Дистанционный монтаж кульминации и финала обеспечивает необходимое и новое соображение искони волновавших человечество идей.
P. S.
Съемка в Алупке была одним из самых вдохновенных решений художника, «вкусившего от подлинно творческого экстаза» (такой автохарактеристикой завершал Эйзенштейн статью «Двенадцать апостолов»).
– О каком экстазе речь? – волен спросить читатель. – Похоже ли полуленивое раздумыванье перед почти анекдотической съемкой на вдохновенный «творческий пафос»? Сошлемся на мнение Пушкина:
«Вдохновение? Есть расположение души к живейшему приятию впечатлений, следственно к быстрому соображению понятий, что и способствует объяснению оных.
Вдохновение нужно в поэзии, как и в геометрии. Критик смешивает вдохновение с восторгом.
Нет, решительно нет: восторг исключает спокойствие, необходимое условие прекрасного. Восторг не предполагает силы ума, располагающей части в их отношении к целому…»[106]
Быстрое соображение понятий. Эти слова вполне могли бы определить эйзенштейновский монтаж.
Монтаж как образность.
Монтаж как принцип творческого процесса.
Монтаж как один из законов эстетического восприятия.

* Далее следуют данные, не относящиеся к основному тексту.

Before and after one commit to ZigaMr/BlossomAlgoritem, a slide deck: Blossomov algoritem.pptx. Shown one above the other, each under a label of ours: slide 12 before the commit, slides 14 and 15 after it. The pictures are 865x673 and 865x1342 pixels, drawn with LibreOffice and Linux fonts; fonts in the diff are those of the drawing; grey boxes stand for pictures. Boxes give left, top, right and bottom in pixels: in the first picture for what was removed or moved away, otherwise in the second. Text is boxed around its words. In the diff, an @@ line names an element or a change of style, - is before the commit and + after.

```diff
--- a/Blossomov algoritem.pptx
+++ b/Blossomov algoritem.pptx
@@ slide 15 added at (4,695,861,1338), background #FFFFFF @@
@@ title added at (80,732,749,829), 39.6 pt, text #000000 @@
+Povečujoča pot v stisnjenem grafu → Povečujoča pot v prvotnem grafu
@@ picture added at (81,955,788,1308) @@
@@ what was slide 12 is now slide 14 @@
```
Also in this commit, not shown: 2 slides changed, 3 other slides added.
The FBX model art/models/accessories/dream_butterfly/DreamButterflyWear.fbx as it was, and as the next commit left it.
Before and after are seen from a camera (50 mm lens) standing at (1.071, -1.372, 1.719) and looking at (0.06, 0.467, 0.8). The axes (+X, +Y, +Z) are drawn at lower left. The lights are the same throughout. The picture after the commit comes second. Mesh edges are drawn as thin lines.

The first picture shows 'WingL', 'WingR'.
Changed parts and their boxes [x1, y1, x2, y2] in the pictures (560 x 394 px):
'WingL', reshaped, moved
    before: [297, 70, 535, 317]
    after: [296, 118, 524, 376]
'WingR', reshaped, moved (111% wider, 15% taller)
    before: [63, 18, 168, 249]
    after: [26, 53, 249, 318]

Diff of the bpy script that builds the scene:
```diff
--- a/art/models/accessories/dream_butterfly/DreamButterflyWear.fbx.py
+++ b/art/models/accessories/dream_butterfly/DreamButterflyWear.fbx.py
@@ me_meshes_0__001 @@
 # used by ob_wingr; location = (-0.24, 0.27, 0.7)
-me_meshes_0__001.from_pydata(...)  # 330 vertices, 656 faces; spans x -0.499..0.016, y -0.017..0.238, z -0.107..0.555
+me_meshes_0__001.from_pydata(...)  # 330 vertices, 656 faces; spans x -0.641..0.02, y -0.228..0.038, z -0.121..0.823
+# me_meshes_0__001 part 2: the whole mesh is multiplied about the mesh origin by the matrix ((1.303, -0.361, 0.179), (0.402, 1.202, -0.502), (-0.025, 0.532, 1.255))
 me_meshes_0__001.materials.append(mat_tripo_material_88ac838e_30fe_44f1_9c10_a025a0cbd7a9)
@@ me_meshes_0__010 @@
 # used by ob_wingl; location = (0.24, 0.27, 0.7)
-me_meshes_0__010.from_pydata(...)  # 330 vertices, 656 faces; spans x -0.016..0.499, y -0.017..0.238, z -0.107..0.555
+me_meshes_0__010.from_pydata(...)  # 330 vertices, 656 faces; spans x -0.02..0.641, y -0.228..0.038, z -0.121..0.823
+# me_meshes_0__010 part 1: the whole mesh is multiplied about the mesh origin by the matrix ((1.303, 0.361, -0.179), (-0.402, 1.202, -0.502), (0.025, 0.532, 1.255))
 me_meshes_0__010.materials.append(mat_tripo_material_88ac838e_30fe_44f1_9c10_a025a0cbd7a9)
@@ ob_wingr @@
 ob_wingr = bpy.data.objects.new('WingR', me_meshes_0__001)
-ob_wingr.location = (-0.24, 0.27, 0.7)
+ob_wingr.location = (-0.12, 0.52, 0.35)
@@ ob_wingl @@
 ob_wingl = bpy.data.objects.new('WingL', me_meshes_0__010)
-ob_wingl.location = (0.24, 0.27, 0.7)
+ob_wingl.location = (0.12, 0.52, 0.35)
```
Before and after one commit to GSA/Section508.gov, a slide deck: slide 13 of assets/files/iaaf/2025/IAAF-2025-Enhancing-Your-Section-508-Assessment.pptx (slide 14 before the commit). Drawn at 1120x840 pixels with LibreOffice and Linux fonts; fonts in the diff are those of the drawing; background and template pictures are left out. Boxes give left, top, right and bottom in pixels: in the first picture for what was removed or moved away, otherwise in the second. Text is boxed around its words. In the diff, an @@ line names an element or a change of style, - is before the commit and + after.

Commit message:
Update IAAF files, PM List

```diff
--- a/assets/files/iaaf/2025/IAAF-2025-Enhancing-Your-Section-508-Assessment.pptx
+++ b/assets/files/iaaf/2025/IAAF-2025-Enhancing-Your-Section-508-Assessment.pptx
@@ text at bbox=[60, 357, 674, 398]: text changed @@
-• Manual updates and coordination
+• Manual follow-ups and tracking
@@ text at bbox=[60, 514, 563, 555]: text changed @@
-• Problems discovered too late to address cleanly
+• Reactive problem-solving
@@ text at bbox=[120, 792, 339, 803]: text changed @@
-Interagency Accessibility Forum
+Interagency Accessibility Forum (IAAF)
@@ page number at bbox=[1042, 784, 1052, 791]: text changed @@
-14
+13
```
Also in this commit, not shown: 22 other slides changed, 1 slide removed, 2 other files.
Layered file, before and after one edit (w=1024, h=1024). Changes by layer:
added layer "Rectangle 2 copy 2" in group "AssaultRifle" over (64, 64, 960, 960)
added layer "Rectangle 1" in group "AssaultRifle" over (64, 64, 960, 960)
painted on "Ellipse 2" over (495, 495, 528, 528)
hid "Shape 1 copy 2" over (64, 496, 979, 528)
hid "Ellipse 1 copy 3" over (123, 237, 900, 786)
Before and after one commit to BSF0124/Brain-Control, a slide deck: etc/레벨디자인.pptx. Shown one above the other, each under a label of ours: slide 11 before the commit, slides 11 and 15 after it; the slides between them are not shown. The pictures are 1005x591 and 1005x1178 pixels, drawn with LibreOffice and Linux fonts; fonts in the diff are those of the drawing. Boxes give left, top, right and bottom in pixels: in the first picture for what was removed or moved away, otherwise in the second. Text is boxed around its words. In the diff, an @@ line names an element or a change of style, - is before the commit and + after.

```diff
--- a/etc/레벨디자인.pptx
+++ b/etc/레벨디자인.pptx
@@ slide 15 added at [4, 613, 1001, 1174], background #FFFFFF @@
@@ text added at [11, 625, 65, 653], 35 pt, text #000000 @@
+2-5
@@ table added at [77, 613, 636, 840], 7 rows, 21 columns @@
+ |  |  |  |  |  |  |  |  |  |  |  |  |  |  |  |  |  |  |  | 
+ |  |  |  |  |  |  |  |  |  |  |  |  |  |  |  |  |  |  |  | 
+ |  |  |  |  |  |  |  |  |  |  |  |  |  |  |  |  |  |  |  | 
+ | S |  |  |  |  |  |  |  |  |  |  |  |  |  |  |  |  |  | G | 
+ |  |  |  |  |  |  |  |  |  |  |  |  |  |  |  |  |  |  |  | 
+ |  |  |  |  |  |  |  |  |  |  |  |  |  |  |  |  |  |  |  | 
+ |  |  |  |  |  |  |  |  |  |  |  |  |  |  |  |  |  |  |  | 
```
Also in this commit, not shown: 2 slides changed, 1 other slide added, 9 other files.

Монтаж (или, словами поэта, – «соображение понятий») – как одно из средств обеспечения целостности и жизненности культуры.
И без единого выстрела…
Люди – братья меж собой.
Есть нечто опьяняющее не только в сознании свободы духа, но и в ощущении исторического предела, положенного изживаемой стадии жизни, прежде чем от взлета [этой свободы] получить рукоположение на новый этап в развитии искусства. В такие мгновения ощущаешь живую поступь исторического движения вселенной.
Пусть светильники в руках у нас, ожидающих света, будут чисты и готовы к тому мгновению, когда искусствам нашим предстанет необходимость выразить новое слово жизни.